And then finding two strangers wandering close to the crime scene. Nick joined up the dots—guilt by association and lazy logic. Why look any further? The strangers done it. The cry of lynch mobs throughout the ages.
"Have you discovered what it was that drew your friend away from his research station?" asked Nick.
"No . . . the station memory was erased."
"By whom?"
"There . . . there is evidence to suggest that my friend erased the entries."
"Why would he do that?" asked Nick.
There was a prolonged pause. Embarrassment? The boy's voice betrayed his reticence.
"There is some evidence of paranoia. But my friend had been banished; it was justified in its suspicion of Council interference . . ." The boy's voice trailed off.
"Would the Council have had him killed?" asked Louise.
"No!" The first hint of anger from the colonist.

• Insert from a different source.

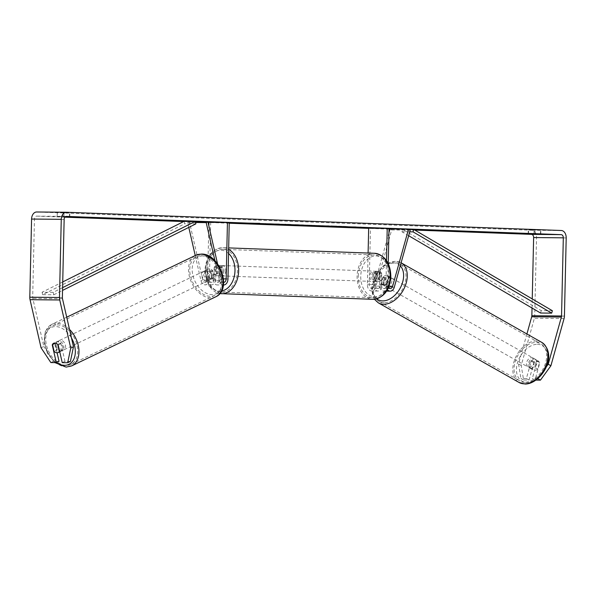<?xml version="1.0" encoding="UTF-8"?>
<svg xmlns="http://www.w3.org/2000/svg" width="596" height="596" viewBox="0 0 596 596"><rect width="100%" height="100%" fill="white"/><g stroke="black" fill="none" stroke-linecap="round" stroke-linejoin="round"><path stroke-width="0.45" stroke-dasharray="2.98 2.23" d="M388.786 277.311L386.305 286.207A3.621 2.526 -89.5 0 1 383.928 288.509A3.621 2.526 -89.5 0 1 381.44 284.791L381.693 273.408A5.178 3.71 -87.9 0 0 378.847 271.314A5.178 3.71 -87.9 0 0 375.756 273.348L375.502 284.732A3.621 2.526 90.5 0 0 377.991 288.449A3.621 2.526 90.5 0 0 380.367 286.155L382.848 277.259A5.178 3.464 119.5 0 1 386.357 275.359A5.178 3.464 119.5 0 1 387.564 275.672A5.178 3.464 119.5 0 1 388.786 277.311L390.462 278.257L387.981 287.153A6.213 4.328 -89.5 0 1 383.906 291.094A6.213 4.328 -89.5 0 1 379.63 284.724L379.89 273.34A5.178 3.71 -87.9 0 0 377.045 271.247A5.178 3.71 -87.9 0 0 373.953 273.288L373.699 284.665A6.213 4.328 90.5 0 0 377.968 291.042A6.213 4.328 90.5 0 0 382.043 287.101L384.524 278.205A5.178 3.464 119.5 0 1 388.033 276.306A5.178 3.464 119.5 0 1 389.233 276.618A5.178 3.464 119.5 0 1 390.462 278.257M410.219 230.116L391.669 229.944L375.733 287.041A6.213 4.328 -89.5 0 1 371.658 290.982A6.213 4.328 -89.5 0 1 367.389 284.612L368.105 253.047M388.927 232.82L374.065 286.095A3.621 2.526 -89.5 0 1 371.68 288.389A3.621 2.526 -89.5 0 1 369.192 284.672L370.474 228.275L368.671 228.208M388.495 287.54A3.621 2.526 -89.5 0 1 387.743 284.851L388.227 263.596M387.452 289.686A6.213 4.328 -89.5 0 1 385.94 284.784L386.491 260.564M389.024 228.454L370.474 228.275M389.993 228.998L391.669 229.944M375.756 273.348L373.953 273.288M381.693 273.408L379.89 273.34M382.848 277.259L384.524 278.205M219.745 267.284L219.589 274.249A5.178 3.71 92.1 0 1 216.884 275.702A5.178 3.71 92.1 0 1 214.396 274.197L214.56 266.807A5.178 3.71 92.1 0 1 217.264 265.354A5.178 3.71 92.1 0 1 219.052 266.077A5.178 3.71 -87.9 0 0 217.264 265.354A5.178 3.71 -87.9 0 0 214.18 267.395L213.919 278.779A3.621 2.526 -89.5 0 1 211.356 282.31A3.621 2.526 -89.5 0 1 208.995 279.837L206.916 270.77L205.203 271.597A5.178 3.509 64.4 0 1 206.611 269.899A5.178 3.509 64.4 0 1 207.721 269.66A5.178 3.509 64.4 0 1 211.14 271.649L213.212 280.716A6.213 4.328 90.5 0 0 217.272 284.955A6.213 4.328 90.5 0 0 221.66 278.898L221.913 267.515A5.178 3.71 -87.9 0 0 219.067 265.421A5.178 3.71 -87.9 0 0 215.983 267.462L215.722 278.846A6.213 4.328 -89.5 0 1 211.334 284.895A6.213 4.328 -89.5 0 1 207.281 280.656L205.203 271.597M206.916 270.77A5.178 3.509 64.4 0 1 208.324 269.079A5.178 3.509 64.4 0 1 209.434 268.841A5.178 3.509 64.4 0 1 212.854 270.83L214.933 279.889A3.621 2.526 90.5 0 0 217.294 282.362A3.621 2.526 90.5 0 0 219.857 278.831L220.103 267.947M195.235 255.55L200.971 280.604A6.213 4.328 90.5 0 0 205.031 284.836A6.213 4.328 90.5 0 0 209.412 278.786L210.693 222.39L208.891 222.323M195.361 221.66L189.372 221.6L202.685 279.777A3.621 2.526 90.5 0 0 205.054 282.251A3.621 2.526 90.5 0 0 207.609 278.719L208.816 225.675M214.933 260.728L219.522 280.776A6.213 4.328 90.5 0 0 223.44 285.007L217.272 284.955M217.547 263.834L221.235 279.949A3.621 2.526 90.5 0 0 223.604 282.422A3.621 2.526 90.5 0 0 223.656 282.422M229.244 222.561L210.693 222.39M195.562 222.502L187.658 222.427L188.79 227.396M189.372 221.6L187.658 222.427M214.18 267.395L215.983 267.462M220.11 267.455L221.913 267.515M212.854 270.83L211.14 271.649M61.135 350.858A5.178 3.509 64.4 0 1 56.531 346.701A5.178 3.509 64.4 0 1 57.775 341.285A5.178 3.509 64.4 0 1 58.885 341.039A5.178 3.509 64.4 0 1 63.496 345.196A5.178 3.509 64.4 0 1 62.252 350.619A5.178 3.509 64.4 0 1 61.135 350.858M52.493 344.391L55.584 342.916A5.178 3.509 64.4 0 0 57.186 349.926L54.102 351.402M211.684 278.652A5.178 3.509 64.4 0 1 208.764 277.222L206.708 278.213A5.178 3.509 64.4 0 1 205.106 271.202L207.162 270.219A5.178 3.509 64.4 0 1 208.324 269.079A5.178 3.509 64.4 0 1 209.434 268.841A5.178 3.509 64.4 0 1 212.355 270.264L210.299 271.255A5.178 3.509 64.4 0 1 211.9 278.257L213.957 277.274A5.178 3.509 64.4 0 1 212.802 278.414A5.178 3.509 64.4 0 1 211.684 278.652M208.6 280.135A5.178 3.509 64.4 0 1 203.988 275.978A5.178 3.509 64.4 0 1 205.233 270.562A5.178 3.509 64.4 0 1 206.35 270.316A5.178 3.509 64.4 0 1 210.954 274.473A5.178 3.509 64.4 0 1 209.71 279.889A5.178 3.509 64.4 0 1 208.6 280.135M207.162 270.219L208.764 277.222M213.957 277.274L212.355 270.264M59.63 351.29L62.379 349.971A5.178 3.509 64.4 0 0 60.777 342.961L57.693 344.443M60.777 342.961L62.379 349.971M57.186 349.926L55.584 342.916M206.708 278.213L205.106 271.202M210.299 271.255L211.9 278.257M206.886 280.954A5.178 3.509 64.4 0 1 202.275 276.797A5.178 3.509 64.4 0 1 203.519 271.381A5.178 3.509 64.4 0 1 204.637 271.143A5.178 3.509 64.4 0 1 209.241 275.292A5.178 3.509 64.4 0 1 207.997 280.716A5.178 3.509 64.4 0 1 206.886 280.954M62.848 350.031A5.178 3.509 64.4 0 1 58.244 345.881A5.178 3.509 64.4 0 1 59.488 340.458A5.178 3.509 64.4 0 1 60.606 340.219A5.178 3.509 64.4 0 1 65.21 344.376A5.178 3.509 64.4 0 1 63.966 349.792A5.178 3.509 64.4 0 1 62.848 350.031M57.089 324.857A21.374 14.498 64.4 0 1 76.109 342.022A21.374 14.498 64.4 0 1 70.969 364.402A21.374 14.498 64.4 0 1 66.365 365.393A21.374 14.498 64.4 0 1 47.345 348.228A21.374 14.498 64.4 0 1 52.485 325.856A21.374 14.498 64.4 0 1 57.089 324.857M201.12 255.781A21.374 14.498 64.4 0 1 220.148 272.946A21.374 14.498 64.4 0 1 215.007 295.325A21.374 14.498 64.4 0 1 210.395 296.316A21.374 14.498 64.4 0 1 191.376 279.151A21.374 14.498 64.4 0 1 196.516 256.772A21.374 14.498 64.4 0 1 201.12 255.781M317.258 225.891L347.222 226.398L317.258 225.891M65.448 216.668L57.462 216.564L57.246 212.437L69.821 212.697L57.559 212.422M57.462 216.564L65.247 216.81M528.503 233.923L528.592 229.78L540.855 230.056L528.592 229.78M537.152 361.243L539.827 362.755L534.992 380.099L532.31 378.579L537.152 361.243A5.178 3.464 -60.5 0 0 535.923 359.597A5.178 3.464 -60.5 0 0 534.724 359.284A5.178 3.464 -60.5 0 0 531.215 361.183L526.38 378.527L529.054 380.039L523.608 379.987L521.217 365.482L534.381 318.286A7.249 5.051 90.5 0 0 534.739 315.82L536.519 237.655A7.249 5.051 90.5 0 0 531.632 230.227L36.788 211.99M529.054 380.039L533.897 362.703A5.178 3.464 119.5 0 1 537.398 360.803A5.178 3.464 119.5 0 1 538.605 361.116A5.178 3.464 119.5 0 1 539.827 362.755M414.764 230.063L389.948 229.147M389.009 229.117L368.663 228.365M229.229 223.224L208.891 222.479M208.079 222.45L183.695 221.548M64.897 217.167L36.691 216.132A3.107 2.168 90.5 0 0 36.654 216.132A3.107 2.168 90.5 0 0 34.456 219.157L32.683 297.315A3.107 2.168 90.5 0 0 32.795 298.387L43.799 346.47L41.057 347.781M59.041 361.303L53.595 361.25L43.799 346.47M50.854 362.569L53.595 361.25M70.425 361.407L64.979 361.355L62.237 362.673M64.979 361.355L60.934 343.691A5.178 3.509 -115.6 0 0 56.404 341.94A5.178 3.509 -115.6 0 0 54.996 343.631L57.104 352.832M526.38 378.527L520.926 378.475L523.608 379.987M532.034 308.028L532.235 298.924M537.823 378.669L532.31 378.579M537.763 378.631L546.167 367.069M521.217 365.482L518.535 363.962L526.901 333.976M518.535 363.962L520.926 378.475M536.013 380.106L534.992 380.099M531.215 361.183L533.897 362.703M533.964 233.975L534.053 229.833M540.453 234.161L540.55 230.071M534.999 233.99L535.089 230.019M54.996 343.631L52.59 344.793M60.934 343.691L58.192 345.002M62.923 216.609L63.02 212.474M69.419 216.802L69.508 212.712M63.951 216.802L64.048 212.66M334.11 226.391L334.118 225.966L342.797 226.286L317.988 225.735L329.491 225.795L329.484 226.279M327.919 226.145L327.912 226.666M342.797 226.286L342.789 226.659M338.789 226.137L338.781 226.517M332.531 226.033L332.516 226.547M334.118 225.966L329.491 225.795M259.826 223.113L241.827 222.919L259.826 223.113L259.811 223.634M257.286 223.18L257.278 223.582M255.125 223.098L255.11 223.545M243.988 222.993L243.98 223.455M241.827 222.919L241.812 223.433M252.957 223.023L252.95 223.5M250.797 222.941L250.782 223.455M344.972 227.173L344.98 226.718L356.11 226.823L356.103 227.262M344.98 226.718L342.819 226.636L342.804 227.158M356.11 226.823L342.819 226.636M353.95 226.741L353.935 227.225M351.782 226.659L351.774 227.18M360.811 226.838L360.803 227.352M358.278 226.905L358.263 227.307M299.229 224.841L293.418 224.737L299.229 224.841L299.222 225.266M303.64 224.915L286.624 224.625L299.639 224.692L303.64 224.915L303.625 225.43M307.29 224.975L307.275 225.489M311.417 225.124L311.403 225.646M286.624 224.625L286.609 225.139M295.378 224.536L295.363 225.05M299.639 224.692L299.624 225.214M298.045 224.707L298.037 225.154M307.484 225.295L311.403 225.333L305.249 225.161L307.484 225.295L307.469 225.81M305.241 225.593L305.606 225.228L305.592 225.742M311.403 225.333L311.395 225.765M314.628 225.363L301.844 225.184C298.112 225.042 297.851 224.983 301.062 225.012L314.628 225.363L314.613 225.877M318.867 225.4L318.853 225.921M322.868 225.549L322.853 226.063M308.028 225.407L308.013 225.817M298.82 225.541L298.827 225.027L301.062 225.012L301.047 225.526M250.797 223.299L279.345 223.947L250.797 223.299L250.789 223.82M262.642 223.56L262.627 224.081M265.451 223.433L265.444 223.947M270.256 223.612L270.241 224.126M271.508 223.761L271.5 224.282M275.345 223.798L275.337 224.312M279.345 223.947L279.338 224.461M264.505 223.805L264.497 224.215M260.504 223.656L260.497 224.178M255.535 223.478L255.528 223.925M269.541 224.461L269.727 223.925L283.957 224.32C286.251 224.334 286.43 224.305 284.478 224.23L288.36 224.267C292.554 224.431 292.48 224.498 288.121 224.469L269.727 223.925L269.72 224.439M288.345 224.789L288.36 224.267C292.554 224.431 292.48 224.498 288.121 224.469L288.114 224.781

His image flared for an instant, blurring into the dazzling white of his surroundings. "The idea is unthinkable. My friend was held in the highest esteem even amongst the severest of its critics."
"Back to your friend's reason for leaving the research station," said Nick. "Have you determined how long ago that was?"
The boy bristled. "I begin to doubt the wisdom of this interview. All you have done is ask questions and attempt to pass the guilt onto others. This is not what I had envisioned."
He began to turn, floating rather than using his legs.
"We apologise," said Nick. "But I believe it possible that your friend visited our planet and, if so, I think it vital to find out why and when."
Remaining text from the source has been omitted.